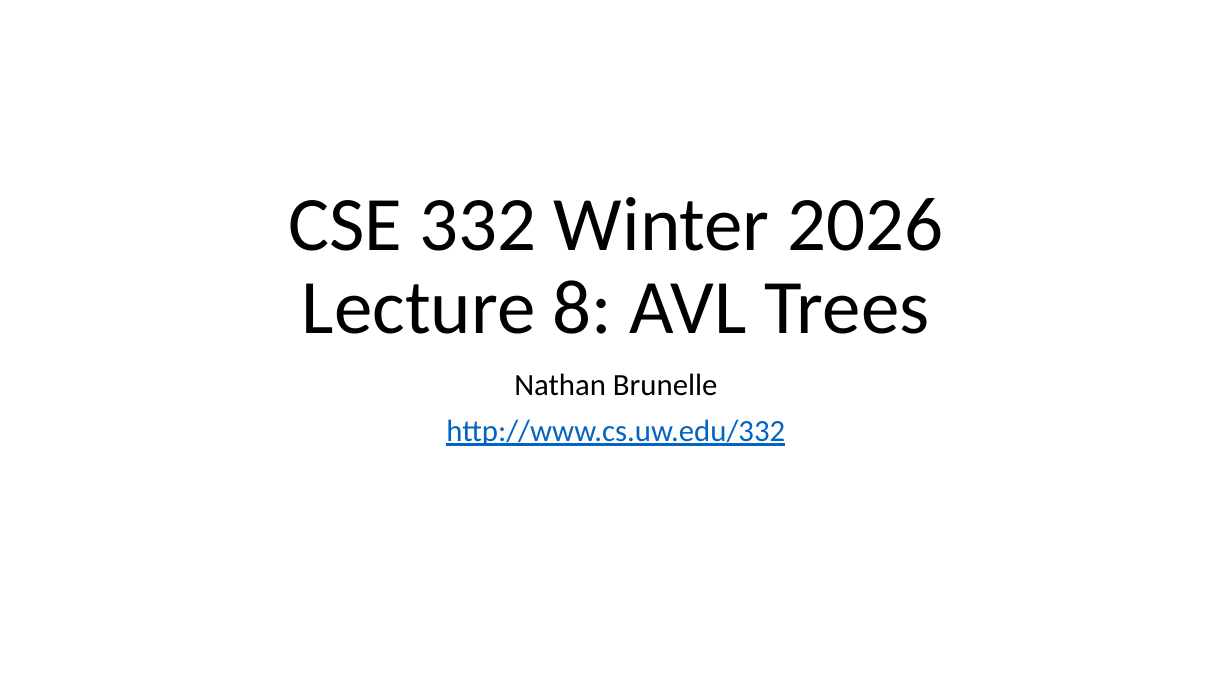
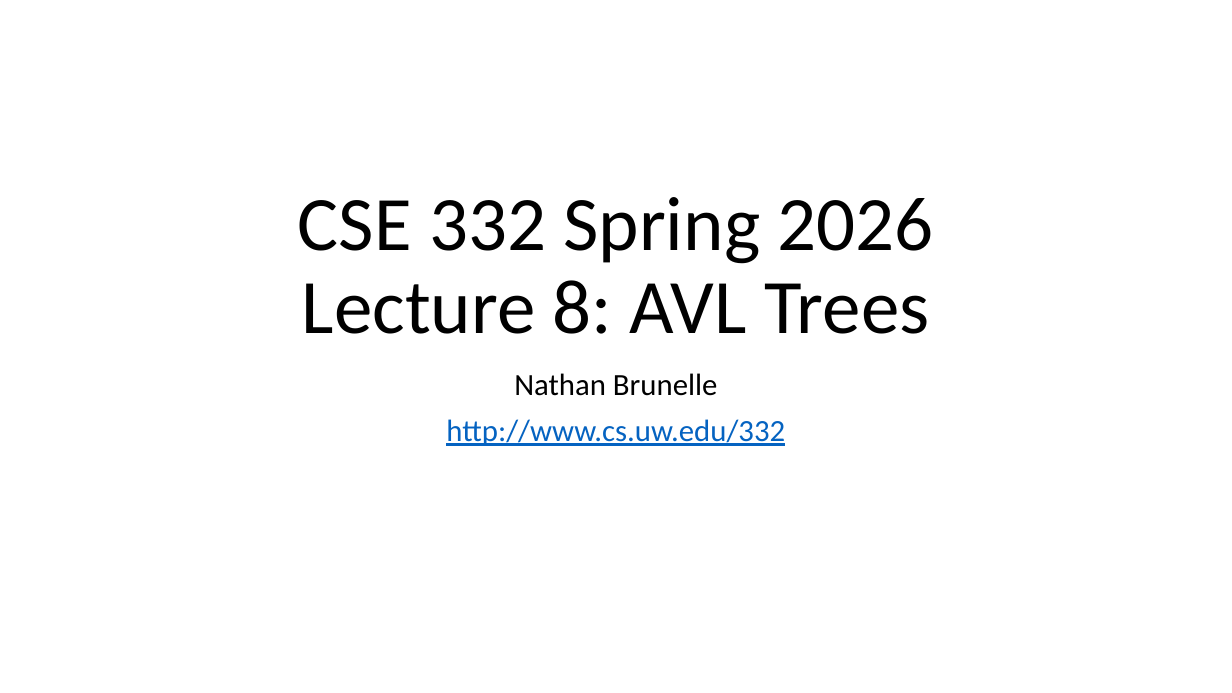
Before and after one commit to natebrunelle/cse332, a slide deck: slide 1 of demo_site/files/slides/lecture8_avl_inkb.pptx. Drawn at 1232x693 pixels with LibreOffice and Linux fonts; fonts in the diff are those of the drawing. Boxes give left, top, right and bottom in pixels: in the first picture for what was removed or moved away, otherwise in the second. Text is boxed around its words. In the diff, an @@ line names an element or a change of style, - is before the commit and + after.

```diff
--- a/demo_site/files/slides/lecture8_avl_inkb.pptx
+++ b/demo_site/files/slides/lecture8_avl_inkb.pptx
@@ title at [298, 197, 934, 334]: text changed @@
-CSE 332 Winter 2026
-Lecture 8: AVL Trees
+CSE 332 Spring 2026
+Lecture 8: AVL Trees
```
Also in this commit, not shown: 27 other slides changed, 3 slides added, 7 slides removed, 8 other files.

* * *

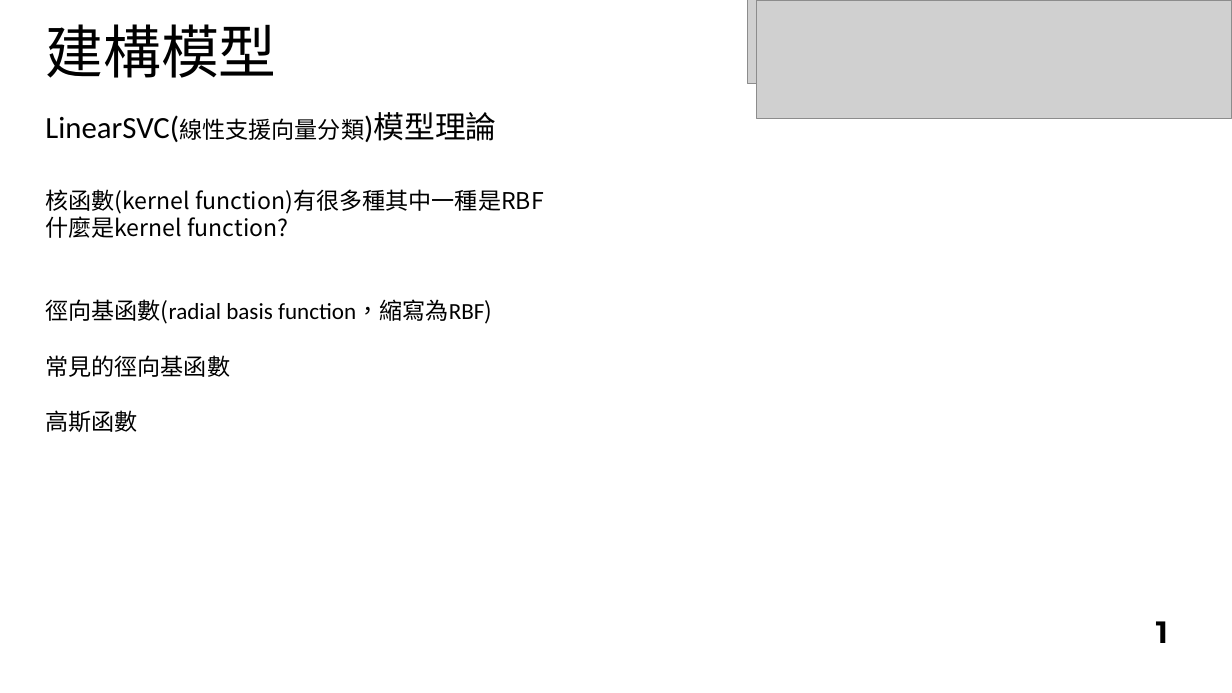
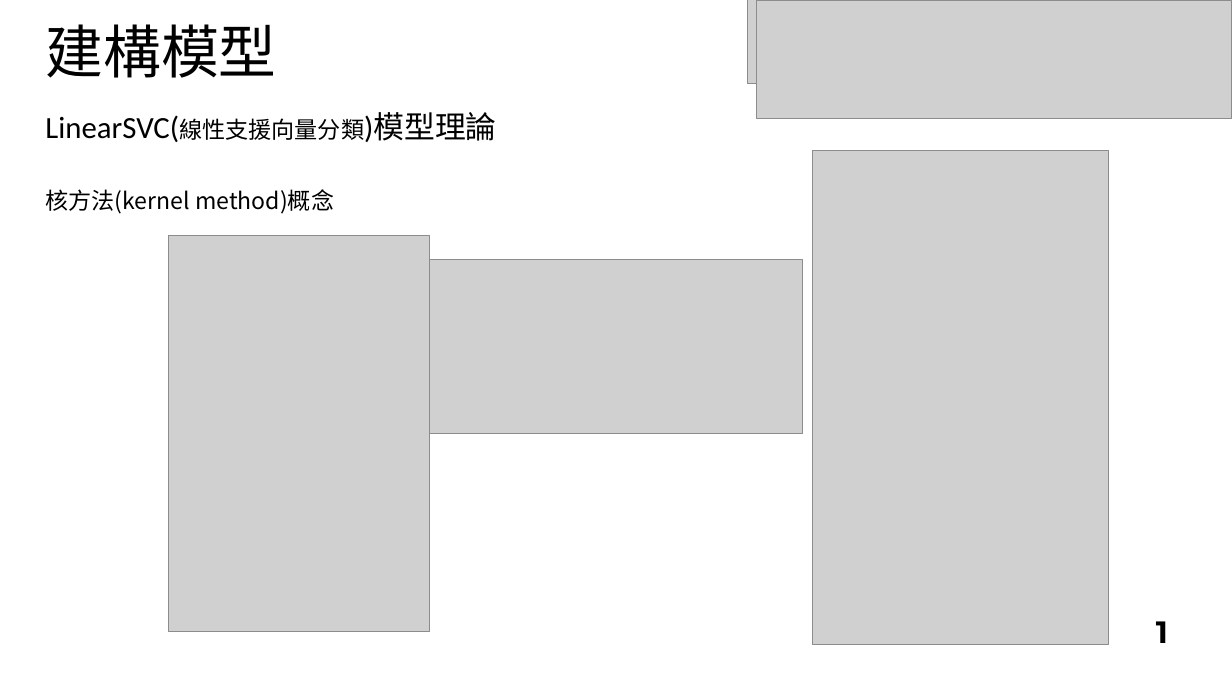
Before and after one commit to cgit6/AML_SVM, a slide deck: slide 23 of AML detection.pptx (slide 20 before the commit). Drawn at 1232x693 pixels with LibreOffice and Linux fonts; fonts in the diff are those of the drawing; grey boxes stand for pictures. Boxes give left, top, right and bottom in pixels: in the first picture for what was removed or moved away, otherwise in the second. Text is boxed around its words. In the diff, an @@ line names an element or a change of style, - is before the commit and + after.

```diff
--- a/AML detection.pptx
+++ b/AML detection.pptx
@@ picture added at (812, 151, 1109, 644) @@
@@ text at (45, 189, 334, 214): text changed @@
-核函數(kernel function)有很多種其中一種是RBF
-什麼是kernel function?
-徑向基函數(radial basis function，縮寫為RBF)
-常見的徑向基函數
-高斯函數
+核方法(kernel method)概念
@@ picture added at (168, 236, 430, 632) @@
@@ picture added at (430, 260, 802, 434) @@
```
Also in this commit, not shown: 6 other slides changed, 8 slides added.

Task goal
Count the lines in the records above that hold the word "Drawn", and give only that number.

Output of the task
2